■ **Problem to work on**:
Word for word, restate every record, though not the pictures.

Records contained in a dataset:
- - -
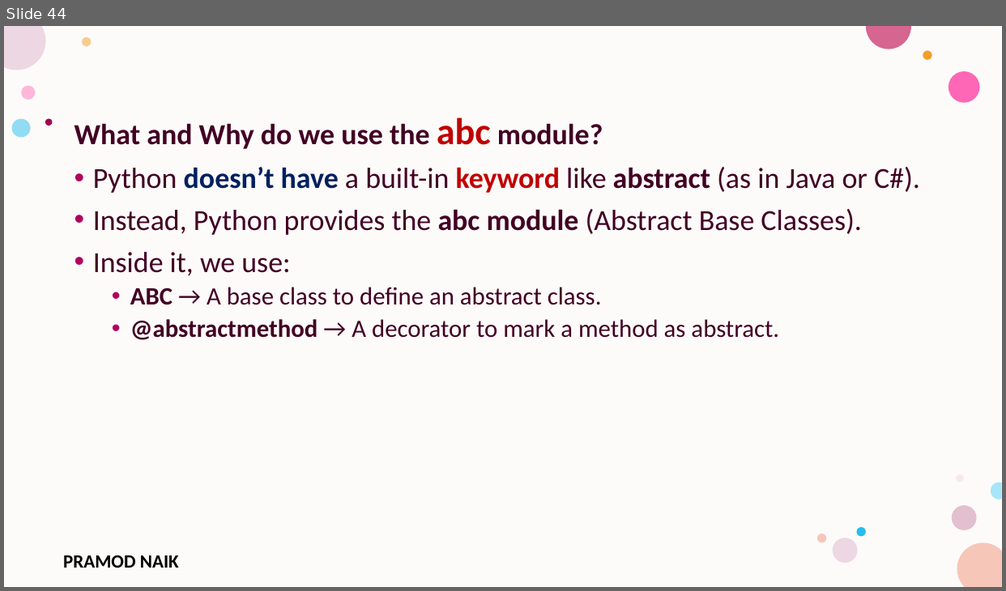
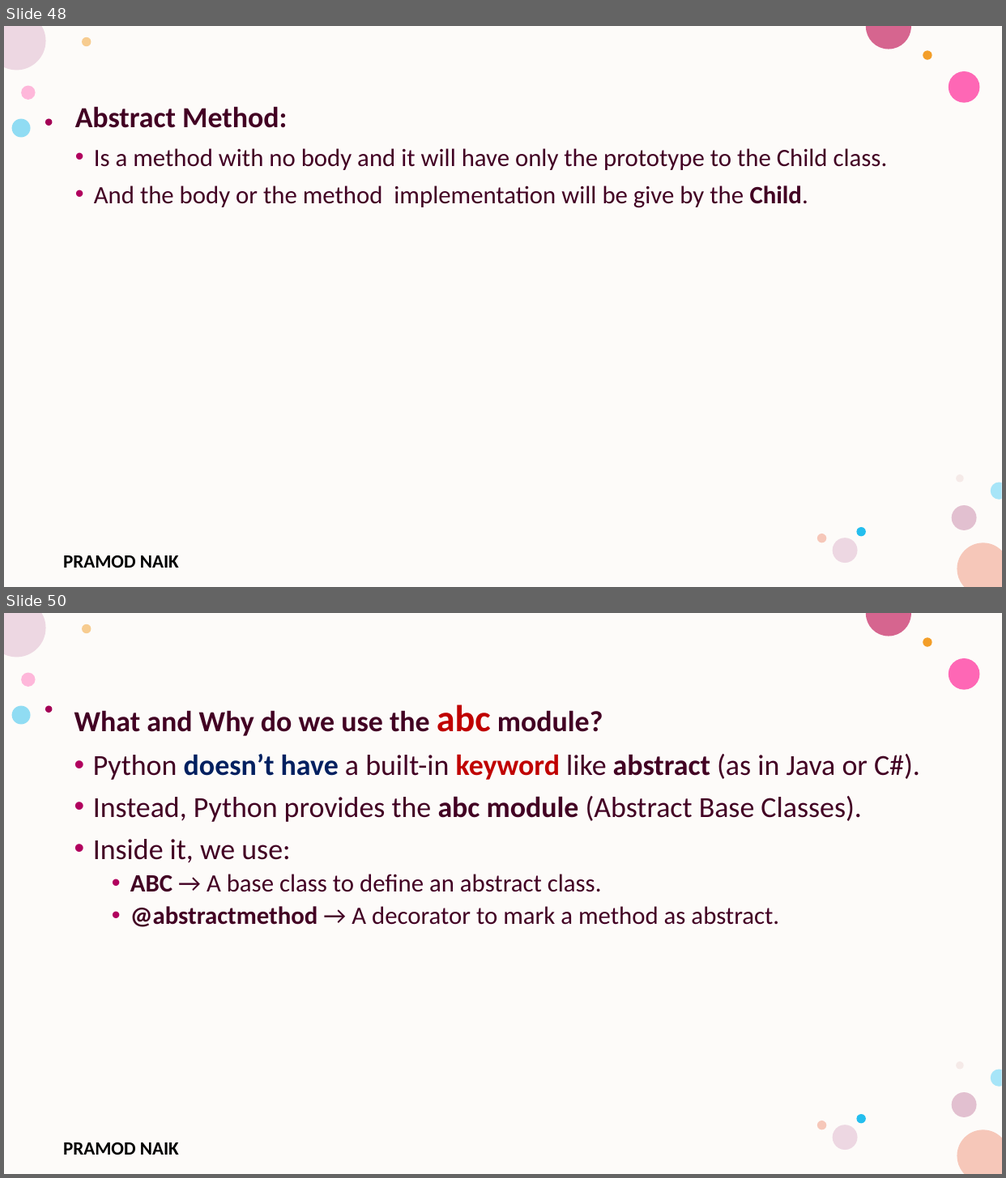
Before and after one commit to PRAMODNAIK-DEV/Backend-Dev-using-Python-FastAPI, a slide deck: Python Fundamentals/Collections and Classes.pptx. Shown one above the other, each under a label of ours: slide 44 before the commit, slides 48 and 50 after it; the slides between them are not shown. The pictures are 1006x591 and 1006x1178 pixels, drawn with LibreOffice and Linux fonts; fonts in the diff are those of the drawing; background and template pictures are left out. Boxes give left, top, right and bottom in pixels: in the first picture for what was removed or moved away, otherwise in the second. Text is boxed around its words. In the diff, an @@ line names an element or a change of style, - is before the commit and + after.

Commit message:
Abstraction

```diff
--- a/Python Fundamentals/Collections and Classes.pptx
+++ b/Python Fundamentals/Collections and Classes.pptx
@@ slide 48 added at (x1=4, y1=26, x2=1002, y2=587), background #FFFFFF; not listed: 17 template elements that a slide beside it also shows @@
@@ text added at (x1=75, y1=106, x2=888, y2=208), 24 pt, text #420023 @@
+Abstract Method:
+• Is a method with no body and it will have only the prototype to the Child class.
+• And the body or the method implementation will be give by the Child.
@@ what was slide 44 is now slide 50 @@
```
Also in this commit, not shown: 13 slides changed, 9 other slides added, 3 other files.
- - -
■ **Problem solution**:
Before and after one commit to PRAMODNAIK-DEV/Backend-Dev-using-Python-FastAPI, a slide deck: Python Fundamentals/Collections and Classes.pptx. Shown one above the other, each under a label of ours: slide 44 before the commit, slides 48 and 50 after it; the slides between them are not shown. The pictures are 1006x591 and 1006x1178 pixels, drawn with LibreOffice and Linux fonts; fonts in the diff are those of the drawing; background and template pictures are left out. Boxes give left, top, right and bottom in pixels: in the first picture for what was removed or moved away, otherwise in the second. Text is boxed around its words. In the diff, an @@ line names an element or a change of style, - is before the commit and + after.

Commit message:
Abstraction

```diff
--- a/Python Fundamentals/Collections and Classes.pptx
+++ b/Python Fundamentals/Collections and Classes.pptx
@@ slide 48 added at (x1=4, y1=26, x2=1002, y2=587), background #FFFFFF; not listed: 17 template elements that a slide beside it also shows @@
@@ text added at (x1=75, y1=106, x2=888, y2=208), 24 pt, text #420023 @@
+Abstract Method:
+• Is a method with no body and it will have only the prototype to the Child class.
+• And the body or the method implementation will be give by the Child.
@@ what was slide 44 is now slide 50 @@
```
Also in this commit, not shown: 13 slides changed, 9 other slides added, 3 other files.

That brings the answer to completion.